▶ Work order
Could you copy the records below exactly, keeping none of the images?

▶ Provided data
-.-.-
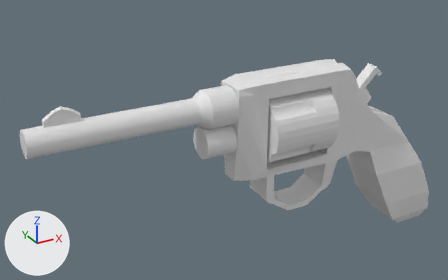
The Blender file Assets/Models/Revolver.blend, before and after one commit.
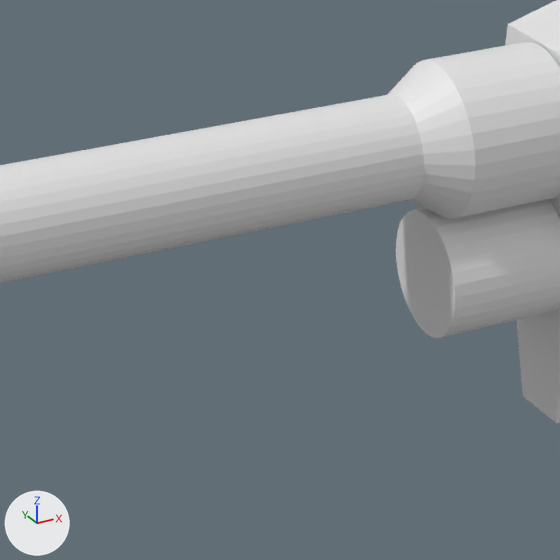
The first picture shows the older version from a 50 mm camera at (-2.64, -10.79, 4.61) aimed at (3.68, 0.69, -1.13). The close-ups show both versions on the part from 21% to 52% of the width and 27% to 77% of the height of that picture; other places that the commit changed are outside them. The axes (+X, +Y, +Z) are drawn at lower left. The lights are the same throughout.

The scene before the commit, as lines of its bpy script (objects in view):
```python
me_cylinder = bpy.data.meshes.new('Cylinder')
me_cylinder.from_pydata(...)  # 788 vertices, 645 faces; spans x -0.81..0.81, y -4.24..0.61, z -0.86..9.4
ob_cylinder = bpy.data.objects.new('Cylinder', me_cylinder)
ob_cylinder.location = (0.0, 0.0, 0.0)
ob_cylinder.rotation_euler = (1.571, 0.0, 1.571)  # degrees (90, 0, 90)
```
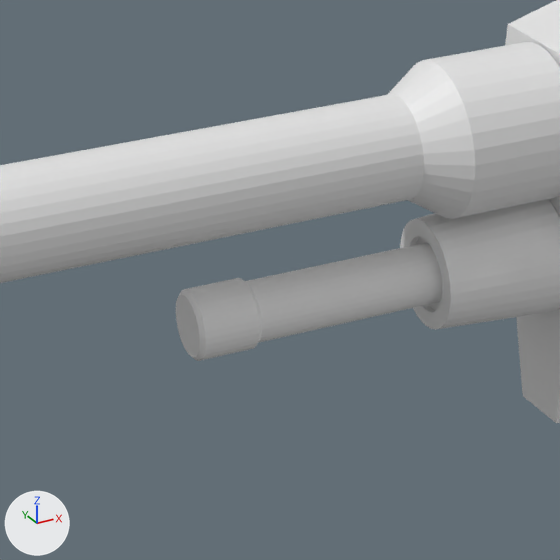
The change, as JSON lines over the scene's bpy script:
```json
{"block": "me_cylinder", "where": "# used by ob_cylinder; location = (0.0, 0.0, 0.0); rotation_euler = (1.571, 0.0, 1.571), in degrees (90, 0, 90)"}
{"op": "remove", "block": "me_cylinder", "code": "me_cylinder.from_pydata(...)  # 788 vertices, 645 faces; spans x -0.81..0.81, y -4.24..0.61, z -0.86..9.4"}
{"op": "add", "block": "me_cylinder", "code": "me_cylinder.from_pydata(...)  # 1012 vertices, 837 faces; spans x -0.81..0.81, y -4.24..0.61, z -0.86..9.49"}
{"block": "me_cylinder", "change": "me_cylinder part 1: a new loose piece of 160 vertices spanning x -0.19..0.19, y -0.93..-0.56, z 1.39..2.77"}
{"block": "me_cylinder", "change": "me_cylinder part 2"}
{"block": "me_cylinder", "change": "3 faces are deleted"}
{"block": "me_cylinder", "change": "32 vertices move from x -0.35..0.35, y -1.09..-0.4, z 2.74 to x -0.3..0.3, y -1.05..-0.45, z 2.74"}
{"block": "me_cylinder", "change": "64 vertices are added at x -0.2..0.2, y -0.95..-0.54, z 2.74..2.77"}
{"block": "me_cylinder", "change": "65 new faces join them"}
```

Pixel boxes (x1, y1, x2, y2) of what changed, in the close-ups (560 x 560 px):
```json
{"part": 1, "of": "me_cylinder", "change": "added", "after": [176, 243, 442, 361]}
{"part": 2, "of": "me_cylinder", "change": "built on", "before": [396, 199, 560, 338], "after": [400, 199, 560, 330]}
```
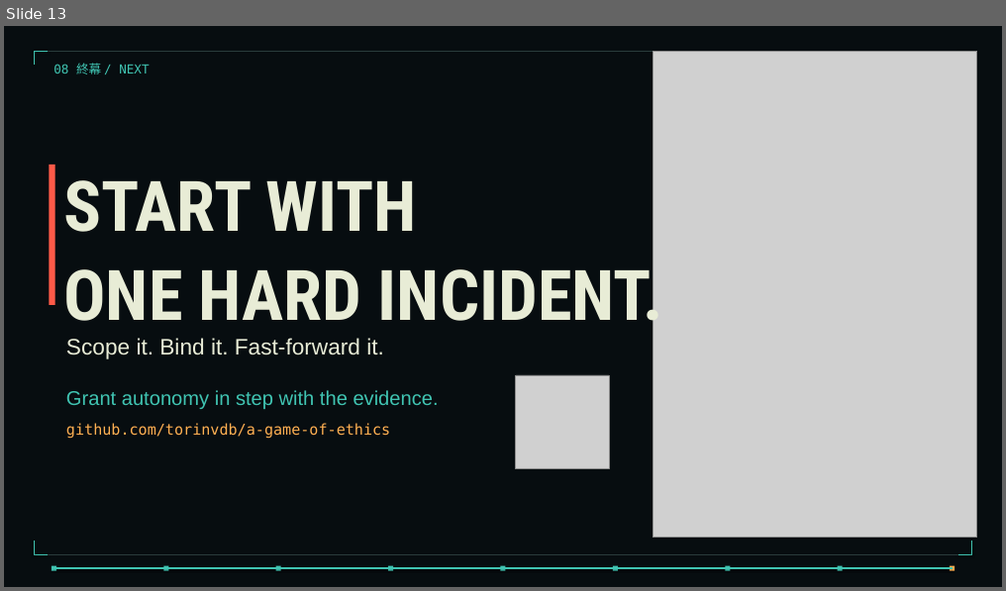
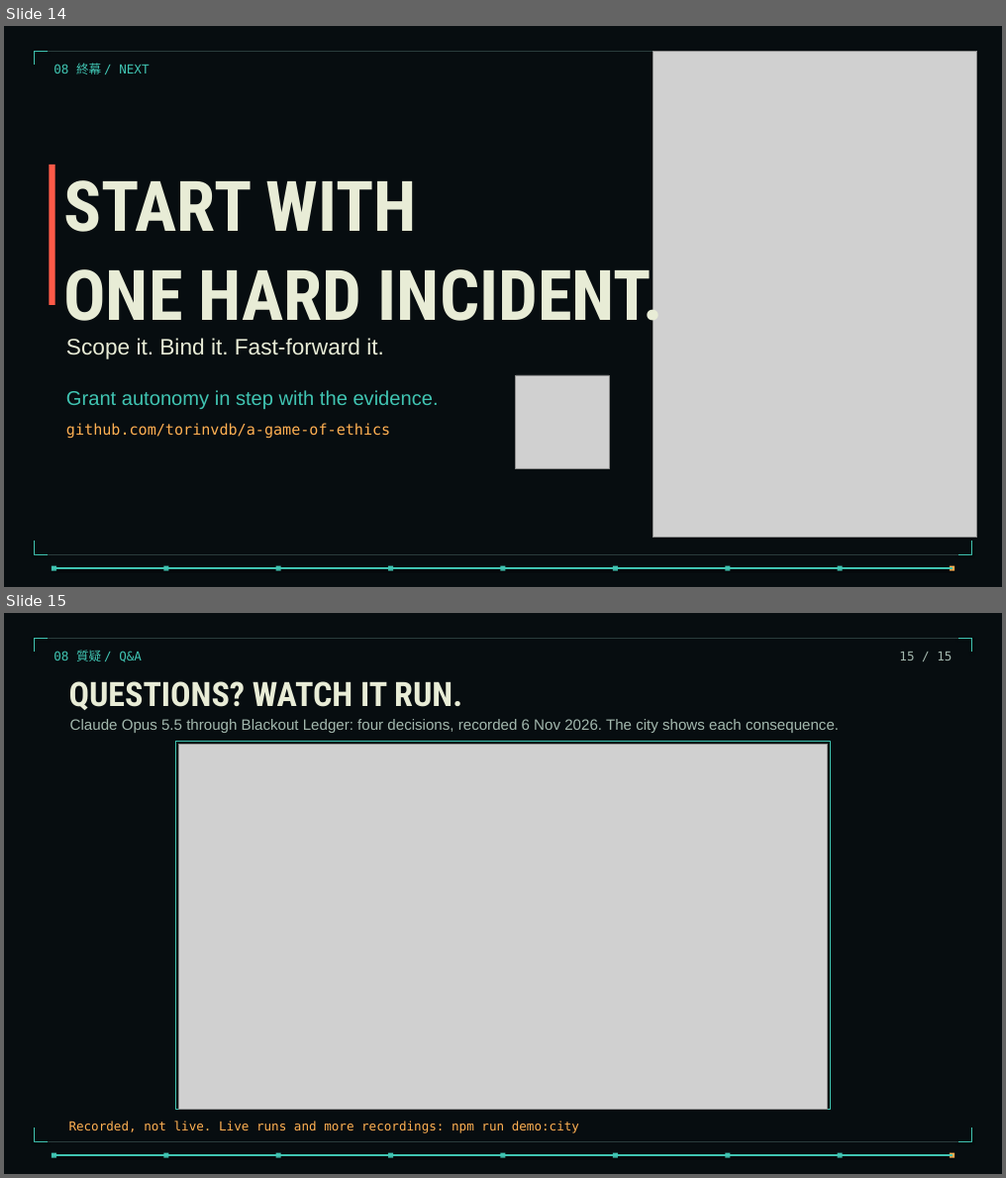
Before and after one commit to torinvdb/a-game-of-ethics, a slide deck: talks/three-years-in-thirty-minutes/three-years-static.pptx. Shown one above the other, each under a label of ours: slide 13 before the commit, slides 14 and 15 after it. The pictures are 1006x591 and 1006x1178 pixels, drawn with LibreOffice and Linux fonts; fonts in the diff are those of the drawing; grey boxes stand for pictures; background and template pictures are left out. Boxes give left, top, right and bottom in pixels: in the first picture for what was removed or moved away, otherwise in the second. Text is boxed around its words. In the diff, an @@ line names an element or a change of style, - is before the commit and + after.

```diff
--- a/talks/three-years-in-thirty-minutes/three-years-static.pptx
+++ b/talks/three-years-in-thirty-minutes/three-years-static.pptx
@@ slide 15 added at (4, 613, 1002, 1174), background picture (left out) @@
@@ line added from (34, 638) to (972, 638), #2A3C3C 0.72 pt @@
@@ line added from (34, 638) to (48, 638), #40C4B2 1.44 pt @@
@@ line added from (34, 638) to (34, 652), #40C4B2 1.44 pt @@
@@ line added from (972, 638) to (958, 638), #40C4B2 1.44 pt @@
@@ line added from (972, 638) to (972, 652), #40C4B2 1.44 pt @@
@@ text added at (54, 650, 142, 663), 14.4 pt, text #40C4B2 @@
+08 質疑 / Q&A
@@ text added at (899, 652, 951, 661), 14.4 pt, text #A3B8AE @@
+15 / 15
@@ text added at (69, 681, 462, 710), 38.9 pt, text #E8ECD6, bold @@
+QUESTIONS? WATCH IT RUN.
@@ text added at (70, 719, 839, 733), 17.3 pt, text #A3B8AE @@
+Claude Opus 5.5 through Blackout Ledger: four decisions, recorded 6 Nov 2026. The city shows each consequence.
@@ rectangle added at (176, 742, 830, 1109), fill #000000, outline #40C4B2 1.2 pt @@
@@ picture added at (178, 744, 828, 1109) @@
@@ line added from (34, 1142) to (972, 1142), #2A3C3C 0.72 pt @@
@@ line added from (34, 1142) to (48, 1142), #40C4B2 1.44 pt @@
@@ line added from (34, 1142) to (34, 1128), #40C4B2 1.44 pt @@
@@ text added at (69, 1121, 579, 1134), 14.4 pt, text #FFB052 @@
+Recorded, not live. Live runs and more recordings: npm run demo:city
@@ line added from (972, 1142) to (958, 1142), #40C4B2 1.44 pt @@
@@ line added from (972, 1142) to (972, 1128), #40C4B2 1.44 pt @@
@@ rectangle added at (52, 1154, 56, 1158), fill #40C4B2 @@
@@ line added from (54, 1156) to (952, 1156), #24393A 1.44 pt @@
@@ line added from (54, 1156) to (952, 1156), #40C4B2 1.44 pt @@
@@ rectangle added at (163, 1154, 168, 1158), fill #40C4B2 @@
@@ rectangle added at (276, 1154, 281, 1158), fill #40C4B2 @@
@@ rectangle added at (388, 1154, 393, 1158), fill #40C4B2 @@
@@ rectangle added at (500, 1154, 506, 1158), fill #40C4B2 @@
@@ rectangle added at (613, 1154, 618, 1158), fill #40C4B2 @@
@@ rectangle added at (725, 1154, 730, 1158), fill #40C4B2 @@
@@ rectangle added at (838, 1154, 843, 1158), fill #40C4B2 @@
@@ rectangle added at (949, 1154, 954, 1158), fill #FFB052 @@
@@ what was slide 13 is now slide 14 @@
```
Also in this commit, not shown: 9 slides changed, 3 other slides added, 2 slides removed, 42 other files.
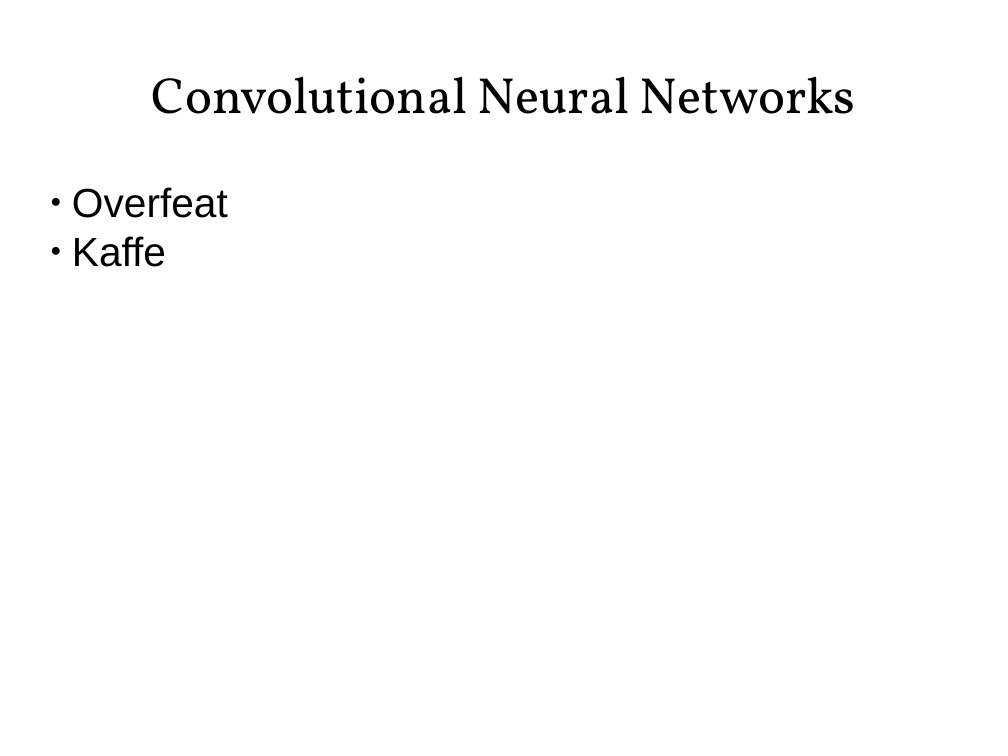
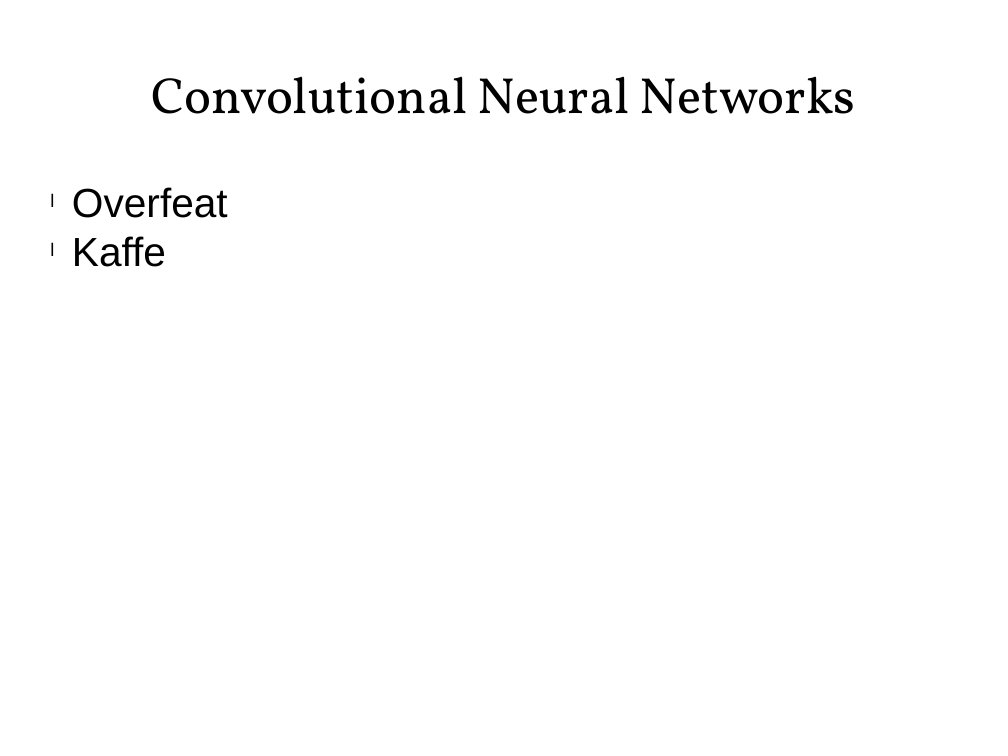
Before and after one commit to estherva7/VideoGoogle-PlaceRecognition, a slide deck: slide 5 of presentation.pptx. Drawn at 1008x756 pixels with LibreOffice and Linux fonts; fonts in the diff are those of the drawing. Boxes give left, top, right and bottom in pixels: in the first picture for what was removed or moved away, otherwise in the second. Text is boxed around its words. In the diff, an @@ line names an element or a change of style, - is before the commit and + after.

```diff
--- a/presentation.pptx
+++ b/presentation.pptx
@@ text "Overfeat" at (72,187,228,267): bullet ● to l @@
```
Also in this commit, not shown: 3 other slides changed.
-.-.-
▶ Completed exercise
The Blender file Assets/Models/Revolver.blend, before and after one commit.
The first picture shows the older version from a 50 mm camera at (-2.64, -10.79, 4.61) aimed at (3.68, 0.69, -1.13). The close-ups show both versions on the part from 21% to 52% of the width and 27% to 77% of the height of that picture; other places that the commit changed are outside them. The axes (+X, +Y, +Z) are drawn at lower left. The lights are the same throughout.

The scene before the commit, as lines of its bpy script (objects in view):
```python
me_cylinder = bpy.data.meshes.new('Cylinder')
me_cylinder.from_pydata(...)  # 788 vertices, 645 faces; spans x -0.81..0.81, y -4.24..0.61, z -0.86..9.4
ob_cylinder = bpy.data.objects.new('Cylinder', me_cylinder)
ob_cylinder.location = (0.0, 0.0, 0.0)
ob_cylinder.rotation_euler = (1.571, 0.0, 1.571)  # degrees (90, 0, 90)
```
The change, as JSON lines over the scene's bpy script:
```json
{"block": "me_cylinder", "where": "# used by ob_cylinder; location = (0.0, 0.0, 0.0); rotation_euler = (1.571, 0.0, 1.571), in degrees (90, 0, 90)"}
{"op": "remove", "block": "me_cylinder", "code": "me_cylinder.from_pydata(...)  # 788 vertices, 645 faces; spans x -0.81..0.81, y -4.24..0.61, z -0.86..9.4"}
{"op": "add", "block": "me_cylinder", "code": "me_cylinder.from_pydata(...)  # 1012 vertices, 837 faces; spans x -0.81..0.81, y -4.24..0.61, z -0.86..9.49"}
{"block": "me_cylinder", "change": "me_cylinder part 1: a new loose piece of 160 vertices spanning x -0.19..0.19, y -0.93..-0.56, z 1.39..2.77"}
{"block": "me_cylinder", "change": "me_cylinder part 2"}
{"block": "me_cylinder", "change": "3 faces are deleted"}
{"block": "me_cylinder", "change": "32 vertices move from x -0.35..0.35, y -1.09..-0.4, z 2.74 to x -0.3..0.3, y -1.05..-0.45, z 2.74"}
{"block": "me_cylinder", "change": "64 vertices are added at x -0.2..0.2, y -0.95..-0.54, z 2.74..2.77"}
{"block": "me_cylinder", "change": "65 new faces join them"}
```

Pixel boxes (x1, y1, x2, y2) of what changed, in the close-ups (560 x 560 px):
```json
{"part": 1, "of": "me_cylinder", "change": "added", "after": [176, 243, 442, 361]}
{"part": 2, "of": "me_cylinder", "change": "built on", "before": [396, 199, 560, 338], "after": [400, 199, 560, 330]}
```
Before and after one commit to torinvdb/a-game-of-ethics, a slide deck: talks/three-years-in-thirty-minutes/three-years-static.pptx. Shown one above the other, each under a label of ours: slide 13 before the commit, slides 14 and 15 after it. The pictures are 1006x591 and 1006x1178 pixels, drawn with LibreOffice and Linux fonts; fonts in the diff are those of the drawing; grey boxes stand for pictures; background and template pictures are left out. Boxes give left, top, right and bottom in pixels: in the first picture for what was removed or moved away, otherwise in the second. Text is boxed around its words. In the diff, an @@ line names an element or a change of style, - is before the commit and + after.

```diff
--- a/talks/three-years-in-thirty-minutes/three-years-static.pptx
+++ b/talks/three-years-in-thirty-minutes/three-years-static.pptx
@@ slide 15 added at (4, 613, 1002, 1174), background picture (left out) @@
@@ line added from (34, 638) to (972, 638), #2A3C3C 0.72 pt @@
@@ line added from (34, 638) to (48, 638), #40C4B2 1.44 pt @@
@@ line added from (34, 638) to (34, 652), #40C4B2 1.44 pt @@
@@ line added from (972, 638) to (958, 638), #40C4B2 1.44 pt @@
@@ line added from (972, 638) to (972, 652), #40C4B2 1.44 pt @@
@@ text added at (54, 650, 142, 663), 14.4 pt, text #40C4B2 @@
+08 質疑 / Q&A
@@ text added at (899, 652, 951, 661), 14.4 pt, text #A3B8AE @@
+15 / 15
@@ text added at (69, 681, 462, 710), 38.9 pt, text #E8ECD6, bold @@
+QUESTIONS? WATCH IT RUN.
@@ text added at (70, 719, 839, 733), 17.3 pt, text #A3B8AE @@
+Claude Opus 5.5 through Blackout Ledger: four decisions, recorded 6 Nov 2026. The city shows each consequence.
@@ rectangle added at (176, 742, 830, 1109), fill #000000, outline #40C4B2 1.2 pt @@
@@ picture added at (178, 744, 828, 1109) @@
@@ line added from (34, 1142) to (972, 1142), #2A3C3C 0.72 pt @@
@@ line added from (34, 1142) to (48, 1142), #40C4B2 1.44 pt @@
@@ line added from (34, 1142) to (34, 1128), #40C4B2 1.44 pt @@
@@ text added at (69, 1121, 579, 1134), 14.4 pt, text #FFB052 @@
+Recorded, not live. Live runs and more recordings: npm run demo:city
@@ line added from (972, 1142) to (958, 1142), #40C4B2 1.44 pt @@
@@ line added from (972, 1142) to (972, 1128), #40C4B2 1.44 pt @@
@@ rectangle added at (52, 1154, 56, 1158), fill #40C4B2 @@
@@ line added from (54, 1156) to (952, 1156), #24393A 1.44 pt @@
@@ line added from (54, 1156) to (952, 1156), #40C4B2 1.44 pt @@
@@ rectangle added at (163, 1154, 168, 1158), fill #40C4B2 @@
@@ rectangle added at (276, 1154, 281, 1158), fill #40C4B2 @@
@@ rectangle added at (388, 1154, 393, 1158), fill #40C4B2 @@
@@ rectangle added at (500, 1154, 506, 1158), fill #40C4B2 @@
@@ rectangle added at (613, 1154, 618, 1158), fill #40C4B2 @@
@@ rectangle added at (725, 1154, 730, 1158), fill #40C4B2 @@
@@ rectangle added at (838, 1154, 843, 1158), fill #40C4B2 @@
@@ rectangle added at (949, 1154, 954, 1158), fill #FFB052 @@
@@ what was slide 13 is now slide 14 @@
```
Also in this commit, not shown: 9 slides changed, 3 other slides added, 2 slides removed, 42 other files.
Before and after one commit to estherva7/VideoGoogle-PlaceRecognition, a slide deck: slide 5 of presentation.pptx. Drawn at 1008x756 pixels with LibreOffice and Linux fonts; fonts in the diff are those of the drawing. Boxes give left, top, right and bottom in pixels: in the first picture for what was removed or moved away, otherwise in the second. Text is boxed around its words. In the diff, an @@ line names an element or a change of style, - is before the commit and + after.

```diff
--- a/presentation.pptx
+++ b/presentation.pptx
@@ text "Overfeat" at (72,187,228,267): bullet ● to l @@
```
Also in this commit, not shown: 3 other slides changed.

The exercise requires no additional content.